Les expert ont déposé leur rapport le 25 octobre 2011, fixant à 272.254 euros le montant du prix devant être restitué à Madame [H] et ce au regard du chiffre d'affaires réellement réalisé dans les 12 mois précédents la vente et le pourcentage de 96,5 % du chiffre d'affaires retenu par les parties pour fixer le prix.
Par conclusions déposées et notifiées le 16 décembre 2011 Madame [H] et Me [T], ès-qualités, demandent à la Cour de condamner Madame [V] au paiement de la somme de 272.254 euros, outre intérêts au taux légal à compter de l'assigantion du 6 février 2004, et capitalisation, ainsi que de celle de 10.000 euros par application des dispositions de l'article 700 du code de procédure civile et aux entiers dépens.
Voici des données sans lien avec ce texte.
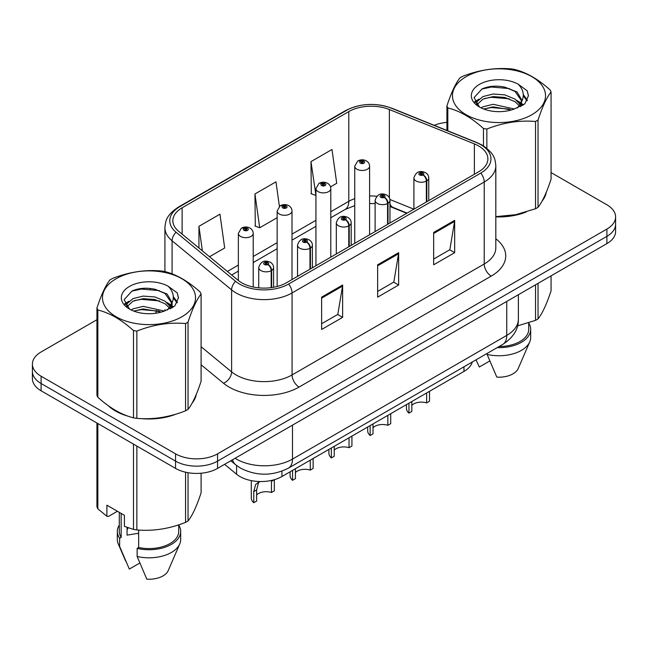 <?xml version="1.0" encoding="UTF-8"?>
<svg xmlns="http://www.w3.org/2000/svg" width="648" height="648" viewBox="0 0 648 648"><rect width="100%" height="100%" fill="white"/><g stroke="black" fill="none" stroke-linecap="round" stroke-linejoin="round"><path stroke-width="0.97" d="M406.742 213.314L390.647 206.801A39.609 22.866 0 0 0 389.966 206.534M472.303 361.989A29.711 17.156 180 0 1 463.968 371.417L281.929 476.523A29.711 17.156 180 0 1 236.585 474.231L224.589 464.341M108.338 405.753A47.531 27.443 0 0 0 115.401 410.954A47.531 27.443 0 0 0 128.077 416.186A47.531 27.443 0 0 1 115.401 410.954A47.531 27.443 0 0 1 108.338 405.753M478.613 145.946A31.687 18.298 180 0 1 487.895 158.882A31.687 18.298 180 0 1 478.613 171.817L286.465 282.755A31.687 18.298 180 0 1 238.1 280.309L178.581 231.231A31.687 18.298 180 0 1 172.846 220.733A31.687 18.298 180 0 1 182.129 207.797L348.794 111.578A31.687 18.298 180 0 1 389.375 109.528L474.385 143.897A31.687 18.298 180 0 1 478.613 145.946M480.784 144.69A34.765 20.072 0 0 0 476.142 142.439L391.141 108.078A34.765 20.072 0 0 0 346.615 110.322L179.958 206.542A34.765 20.072 0 0 0 176.062 232.251L235.58 281.329A34.765 20.072 0 0 0 288.644 284.01L480.784 173.073A34.765 20.072 0 0 0 480.784 144.69M96.933 319.731L41.099 351.969A29.711 17.156 0 0 0 32.4 364.095L32.4 378.651A29.711 17.156 0 0 0 41.099 390.776L175.551 468.399L175.551 461.125A29.711 17.156 0 0 0 217.566 461.125L606.901 236.342A29.711 17.156 0 0 0 615.6 224.216A29.711 17.156 0 0 1 606.901 236.342L217.566 461.125A29.711 17.156 0 0 1 175.551 461.125L41.099 383.503L175.551 461.125L175.551 453.843A29.711 17.156 0 0 0 217.566 453.843L606.901 229.068A29.711 17.156 0 0 0 615.6 216.934A29.711 17.156 0 0 0 606.901 204.809L551.067 172.579M32.4 371.369A29.711 17.156 0 0 0 41.099 383.503A29.711 17.156 0 0 1 32.4 371.369M321.619 297.149L321.619 329.492L342.63 317.358L342.63 285.015L321.619 297.149M321.619 323.749L337.802 314.41L342.541 286.092A7.922 4.577 -120 0 0 342.63 285.015M337.657 314.491L342.63 317.358M433.658 232.462L433.658 264.805L454.669 252.671L454.669 220.336L433.658 232.462M433.658 259.062L449.842 249.723L454.58 221.405A7.922 4.577 -120 0 0 454.669 220.336M449.696 249.804L454.669 252.671M377.638 264.805L377.638 297.149L398.65 285.015L398.65 252.671L377.638 264.805M377.638 291.406L393.822 282.066L398.561 253.749A7.922 4.577 -120 0 0 398.65 252.671M393.676 282.147L398.65 285.015M495.817 216.869A47.531 27.443 0 0 0 526.079 212.034A47.531 27.443 0 0 1 495.817 216.869M542.133 201.01A47.531 27.443 0 0 0 546.272 192.294A47.531 27.443 0 0 1 542.133 201.01M140.883 418.584A47.531 27.443 0 0 0 176.102 414.096A47.531 27.443 0 0 1 140.883 418.584M192.148 403.072A47.531 27.443 0 0 0 196.295 394.349A47.531 27.443 0 0 1 192.148 403.072M446.909 122.367A29.711 17.156 0 0 0 434.233 125.331M150.984 288.522L150.174 288.992M32.4 364.095A29.711 17.156 0 0 0 41.099 376.221L175.551 453.843M330.537 186.867L336.725 183.295L331.987 149.502L310.975 161.627L311.315 193.776M209.515 256.738L224.686 247.982L219.947 214.188L198.936 226.314L198.936 248.014M279.401 206.348L275.967 181.845L254.956 193.971L255.296 226.12M254.956 193.971L259.702 227.764L277.15 217.688M259.702 227.764L254.956 225.998M310.975 161.627L315.941 195.291M315.714 195.421L310.975 193.655M198.936 226.314L202.379 250.857M175.551 468.399A29.711 17.156 0 0 0 217.566 468.399L606.901 243.616A29.711 17.156 0 0 0 615.6 231.49L615.6 216.934M429.511 391.311L429.511 401.25L426.627 402.91L426.627 392.98M408.937 403.194L408.937 413.132A14.855 8.578 180 0 1 406.482 408.41L406.482 404.611M426.627 402.91A10.895 6.286 0 0 0 411.812 405.348M411.812 401.533L411.812 411.464L408.937 413.132M426.813 201.722L426.813 180.857A4.949 2.981 -122.2 0 0 423.16 174.887A2.479 1.426 0 0 0 423.087 172.911A2.479 1.426 0 0 0 419.58 172.911A2.479 1.426 0 0 0 419.58 174.928A2.479 1.426 0 0 0 423.006 174.976L422.002 174.344A0.988 0.575 180 0 1 420.633 174.32A0.988 0.575 180 0 1 420.341 173.923A0.988 0.575 180 0 1 420.957 173.389A0.988 0.575 180 0 1 422.034 173.518A0.988 0.575 180 0 1 422.326 173.923A0.988 0.575 180 0 1 422.067 174.304L423.16 174.887M423.006 174.976A4.949 2.73 62.1 0 1 426.352 181.124A7.428 4.285 180 0 1 416.081 180.995A7.428 4.285 180 0 1 413.91 177.965C415.805 171.866 419.693 170.1 425.558 172.668C427.656 173.988 428.725 175.754 428.757 177.965A7.428 4.285 180 0 1 426.813 180.857M426.352 201.99L426.352 181.124M369.587 234.762L369.587 166.196A7.428 4.285 180 0 1 365.002 170.157A7.428 4.285 180 0 1 356.91 169.233A7.428 4.285 180 0 1 354.74 166.196L357.696 161.044A4.949 2.981 57.8 0 1 360.337 161.19A2.479 1.426 0 0 0 360.41 163.166A2.479 1.426 0 0 0 363.917 163.166A2.479 1.426 0 0 0 363.917 161.141A2.479 1.426 0 0 0 360.491 161.101L361.495 161.733A0.988 0.575 180 0 1 362.864 161.749A0.988 0.575 180 0 1 363.155 162.154A0.988 0.575 180 0 1 362.54 162.68A0.988 0.575 180 0 1 361.463 162.559A0.988 0.575 180 0 1 361.171 162.154A0.988 0.575 180 0 1 361.43 161.765L360.337 161.19M361.495 162.575L361.495 161.733M360.491 161.101A4.949 2.73 -117.9 0 0 358.174 160.769A4.949 2.73 -117.9 0 0 357.955 160.907M361.43 162.543L361.43 161.765M390.72 413.708L390.72 423.646L387.836 425.307L387.836 415.376M370.138 425.59L370.138 435.529A14.855 8.578 180 0 1 367.683 430.807L367.683 427.008M387.836 425.307A10.895 6.286 0 0 0 373.021 427.745M373.021 423.93L373.021 433.86L370.138 435.529M388.014 224.127L388.014 203.253A4.949 2.981 -122.2 0 0 384.369 197.284A2.479 1.426 0 0 0 384.288 195.307A2.479 1.426 0 0 0 380.789 195.307A2.479 1.426 0 0 0 380.789 197.324A2.479 1.426 0 0 0 384.215 197.373L383.211 196.741A0.988 0.575 180 0 1 381.842 196.725A0.988 0.575 180 0 1 381.551 196.32A0.988 0.575 180 0 1 382.158 195.785A0.988 0.575 180 0 1 383.243 195.915A0.988 0.575 180 0 1 383.527 196.32A0.988 0.575 180 0 1 383.268 196.7L384.369 197.284M384.215 197.373A4.949 2.73 62.1 0 1 387.561 203.521A7.428 4.285 180 0 1 377.29 203.391A7.428 4.285 180 0 1 375.111 200.362C377.014 194.262 380.894 192.497 386.767 195.064C388.865 196.393 389.934 198.158 389.966 200.362A7.428 4.285 180 0 1 388.014 203.253M387.561 224.386L387.561 203.521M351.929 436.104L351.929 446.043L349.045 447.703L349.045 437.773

Par conclusions au fond déposées et notifiées le 4 avril 2012 Madame [V] demande à la Cour de :
Vu les articles L 141-1 à L 141-4 du code de commerce,
Vu les articles 1134, 1582 et 1589 du code civil,
Constater que le collège d'experts valide les chiffres d'affaires présentés par Madame [V] pour la période du 1er octobre 2000 au 28 mars 2003,
Constater que l'accord sur la chose et sur le prix est intervenu le 4 octobre 2002 pour 1.196.724 euros,
Débouter par conséquence Madame [H] de ses demandes, fins et conclusions,
Dire et juger à titre très subsidiaire que la restitution peut être évaluée à la somme de 6.079 euros sur la base des travaux du collège expertal sur la base d'un chiffre d'affaires de 1.233.833 euros HT,
Condamner en tout état de cause Madame [H], Me [M] ès-qualités et la SCP TATTEI [T], ès-qualités, à restituer à Madame [V] le surplus de provision obtenue par l'arrêt du 28 mai 2010 ainsi que la somme de 70.306,16 euros correspondant au paiement du 4 ème échéance du stock (soit 28.814 euros outre intérêts contractuels hauteur de 40.492,16 euros du 2 avril 2004 au 2 avril 2012),
Ordonner la compensation de ces sommes avec celles éventuellement allouées à Madame [H],
Condamner Madame [H], Me [M] ès-qualités et la SCP TATTEI [T], ès-qualités au paiement de la somme de 70.000 euros au titre des divers frais de justice et assistance d'experts depuis l'origine de la procédure à titre de dommages et intérêts,
Condamner les mêmes au paiement de la somme de 10.000 euros par application des dispositions de l'article 700 du code de procédure civile ainsi qu'aux entiers dépens.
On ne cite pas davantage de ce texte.